Market Insider

Rains Come with Bears, Not Bulls

The wheat complex was mixed moving through the middle of June as a slightly bullish monthly WASDE report was offset by a healthy amount of moisture falling over many dry areas across North America. Corn futures gained on a smaller crop in Brazil (lowered from 102 MMT to 98.5 MMT), as well as 150M bushels in new ethanol and export demand for American corn. However, there is lots of anticipation that the USDA will offset the increased demand by raising U.S. acreage numbers in their June 30th report.
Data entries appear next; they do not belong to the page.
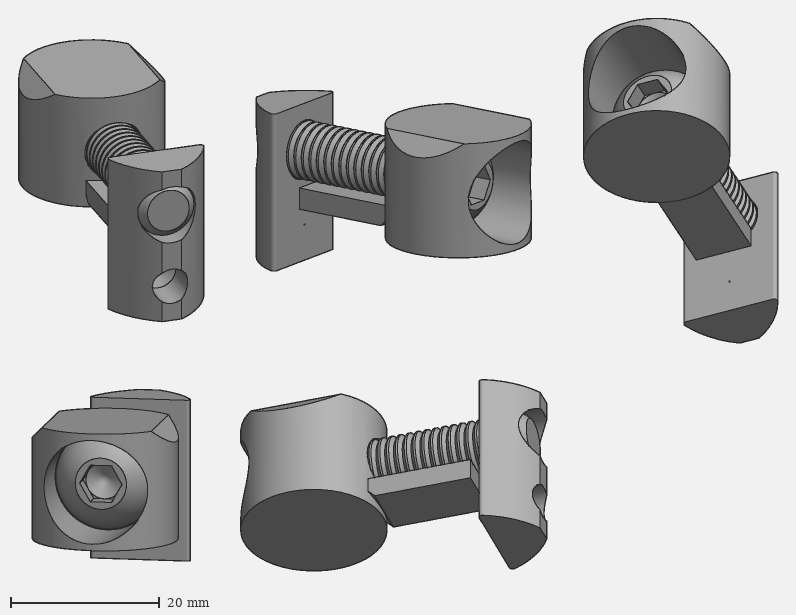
import cadquery as cq
import math


overall_length = 42.5

housing_diameter = 19.7
housing_height = 16.0
housing_flat_width = 14.95
counterbore_diameter = 14.2
clearance_diameter = 8.2
seat_x = 1.2
tongue_width = 8.0
tongue_height = 2.98
tongue_end_x = 23.6
tongue_slope_x = 10.0

drill_point_angle = 118

head_diameter = 14.0
head_flat_diameter = 7.0
head_height = 4.4
hex_across_flats = 5.0
hex_depth = 2.55
thread_diameter = 8.0
thread_root_diameter = 6.8
pitches_in_screw_length = 24
thread_crest_width = 0.3
first_crest_x = 1.83
screw_length = 30.0
tip_chamfer_length = 1.0
tip_diameter = 5.95

nut_height = 22.0
nut_width = 14.1
nut_thickness = 7.0
nut_tip_width = 2.8
nut_side_radius = 13.4
nut_corner_radius = 0.5
nut_top_z = 6.5
nut_hole_diameter = 8.2
locating_hole_diameter = 5.0
locating_hole_rise = 5.0
locating_hole_breakthrough = 0.05

housing_radius = housing_diameter / 2
nut_tip_x = overall_length - housing_radius
nut_back_x = nut_tip_x - nut_thickness
nut_bottom_z = nut_top_z - nut_height
screw_tip_x = seat_x + screw_length
head_flat_x = seat_x - head_height
thread_pitch = screw_length / pitches_in_screw_length


def rod(diameter, start_x, end_x, z=0):
    """Cylinder parallel to the X axis."""
    return cq.Workplane("YZ", origin=(start_x, 0, z)).circle(diameter / 2).extrude(end_x - start_x)


def drill_point_length(diameter):
    """Length of the cone at the end of a blind hole."""
    return diameter / 2 / math.tan(math.radians(drill_point_angle / 2))


def drill_point(diameter, base_x, tip_x, z=0):
    """Cone along the X axis, from its full diameter at base_x to a point at tip_x."""
    outline = [(base_x, 0), (base_x, diameter / 2), (tip_x, 0)]
    cone = cq.Workplane("XY").polyline(outline).close().revolve(360, (0, 0), (1, 0))
    return cone.translate((0, 0, z))


def make_tongue():
    top_z = -clearance_diameter / 2
    bottom_z = top_z - tongue_height
    outline = [
        (tongue_slope_x - tongue_height, top_z),
        (tongue_end_x, top_z),
        (tongue_end_x, bottom_z),
        (tongue_slope_x, bottom_z),
    ]
    return cq.Workplane("XZ").polyline(outline).close().extrude(tongue_width / 2, both=True)


def make_housing():
    half_height = housing_height / 2
    slope_size = (housing_diameter - housing_flat_width) / 2
    profile = [
        (-housing_radius, -half_height),
        (housing_radius, -half_height),
        (housing_radius, half_height - slope_size),
        (housing_flat_width / 2, half_height),
        (-housing_flat_width / 2, half_height),
        (-housing_radius, half_height - slope_size),
    ]
    envelope = cq.Workplane("YZ").polyline(profile).close().extrude(housing_radius, both=True)
    cylinder = cq.Workplane("XY").circle(housing_radius).extrude(half_height, both=True)
    body = cylinder.intersect(envelope).union(make_tongue())
    body = body.cut(rod(counterbore_diameter, -housing_radius, seat_x))
    return body.cut(rod(clearance_diameter, seat_x, housing_radius))


def make_screw_blank():
    """Button head and ringed shank, turned about the X axis."""
    flat_radius = head_flat_diameter / 2
    head_radius = head_diameter / 2
    crest_radius = thread_diameter / 2
    root_radius = thread_root_diameter / 2
    centre_offset = (head_radius**2 + head_height**2 - flat_radius**2) / (2 * head_height)
    dome_radius = math.hypot(flat_radius, centre_offset)

    blank = (
        cq.Workplane("XY")
        .moveTo(head_flat_x, 0)
        .lineTo(head_flat_x, flat_radius)
        .radiusArc((seat_x, head_radius), dome_radius)
        .lineTo(seat_x, crest_radius)
    )
    groove_count = int((screw_tip_x - tip_chamfer_length - first_crest_x) / thread_pitch)
    half_crest = thread_crest_width / 2
    for index in range(groove_count):
        crest_x = first_crest_x + index * thread_pitch
        blank = (
            blank.lineTo(crest_x + half_crest, crest_radius)
            .lineTo(crest_x + thread_pitch / 2, root_radius)
            .lineTo(crest_x + thread_pitch - half_crest, crest_radius)
        )
    blank = (
        blank.lineTo(screw_tip_x - tip_chamfer_length, crest_radius)
        .lineTo(screw_tip_x, tip_diameter / 2)
        .lineTo(screw_tip_x, 0)
        .close()
    )
    return blank.revolve(360, (0, 0), (1, 0))


def make_screw():
    hex_diameter = hex_across_flats / math.cos(math.pi / 6)
    hex_end_x = head_flat_x + hex_depth
    socket = cq.Workplane("YZ", origin=(head_flat_x, 0, 0)).polygon(6, hex_diameter).extrude(hex_depth)
    point = drill_point(hex_across_flats, hex_end_x, hex_end_x + drill_point_length(hex_across_flats))
    return make_screw_blank().cut(socket).cut(point)


def make_nut():
    half_width = nut_width / 2
    half_tip = nut_tip_width / 2
    body = (
        cq.Workplane("XY", origin=(0, 0, nut_bottom_z))
        .moveTo(nut_back_x, -half_width)
        .radiusArc((nut_tip_x, -half_tip), -nut_side_radius)
        .lineTo(nut_tip_x, half_tip)
        .radiusArc((nut_back_x, half_width), -nut_side_radius)
        .close()
        .extrude(nut_height)
    )
    body = body.edges("|Z and <X").fillet(nut_corner_radius)
    body = body.cut(rod(nut_hole_diameter, nut_back_x, nut_tip_x))

    hole_z = nut_bottom_z + locating_hole_rise
    point_tip_x = nut_back_x - locating_hole_breakthrough
    point_base_x = point_tip_x + drill_point_length(locating_hole_diameter)
    body = body.cut(rod(locating_hole_diameter, point_base_x, nut_tip_x, hole_z))
    return body.cut(drill_point(locating_hole_diameter, point_base_x, point_tip_x, hole_z))


housing = make_housing()
screw = make_screw()
nut = make_nut()

result = cq.Compound.makeCompound([housing.val(), screw.val(), nut.val()])

Nonetheless, U.S. ethanol production has climbed back above pre-pandemic levels and supported July 2021 corn futures actually topping out at $7.17 USD/bushel on Thursday. On the flipside, soybeans dropped as U.S. crush and soy oil exports were felled, which led to ending stocks being raised by 15M bushels, and this also contributed to higher global ending stocks.

Specific to U.S. wheat, exports, feed, and residual use were raised by a combined 30M bushels, which offset some production increases, but at 770M bushels, America’s 2021/22 wheat inventories are still 10% lower than 2020/21’s carryout. As a reminder, we won’t get a read on U.S. spring wheat and durum production estimates until the July WASDE report, but it’s worth mentioning that the dry situation in American spring wheat country have dropped good-to-excellent ratings below 40%, compared to 82% G/E at the same time a year ago. Bottom line: while the rain received this past week and weekend are appreciated, more will be needed.

Globally, the market was expecting to see bigger crops out of Europe and the USDA delivered, raising their production number by 3.5 MMT to 137.5 MMT with the increase largely attributed to beneficial rains in Romania, France, and Germany. Meanwhile, Russian wheat output was raised by 1 MMT to 86 MMT, but private forecasts from the likes of SovEcon and IKAR suggest a harvest closer to 82 – 82.5 MMT. Ukraine’s production and exports were both also increased by 500,000 MT. Overall though, with record production AND record demand, worldwide 2021/22 ending stocks are also set to be a record of 794.4 MMT.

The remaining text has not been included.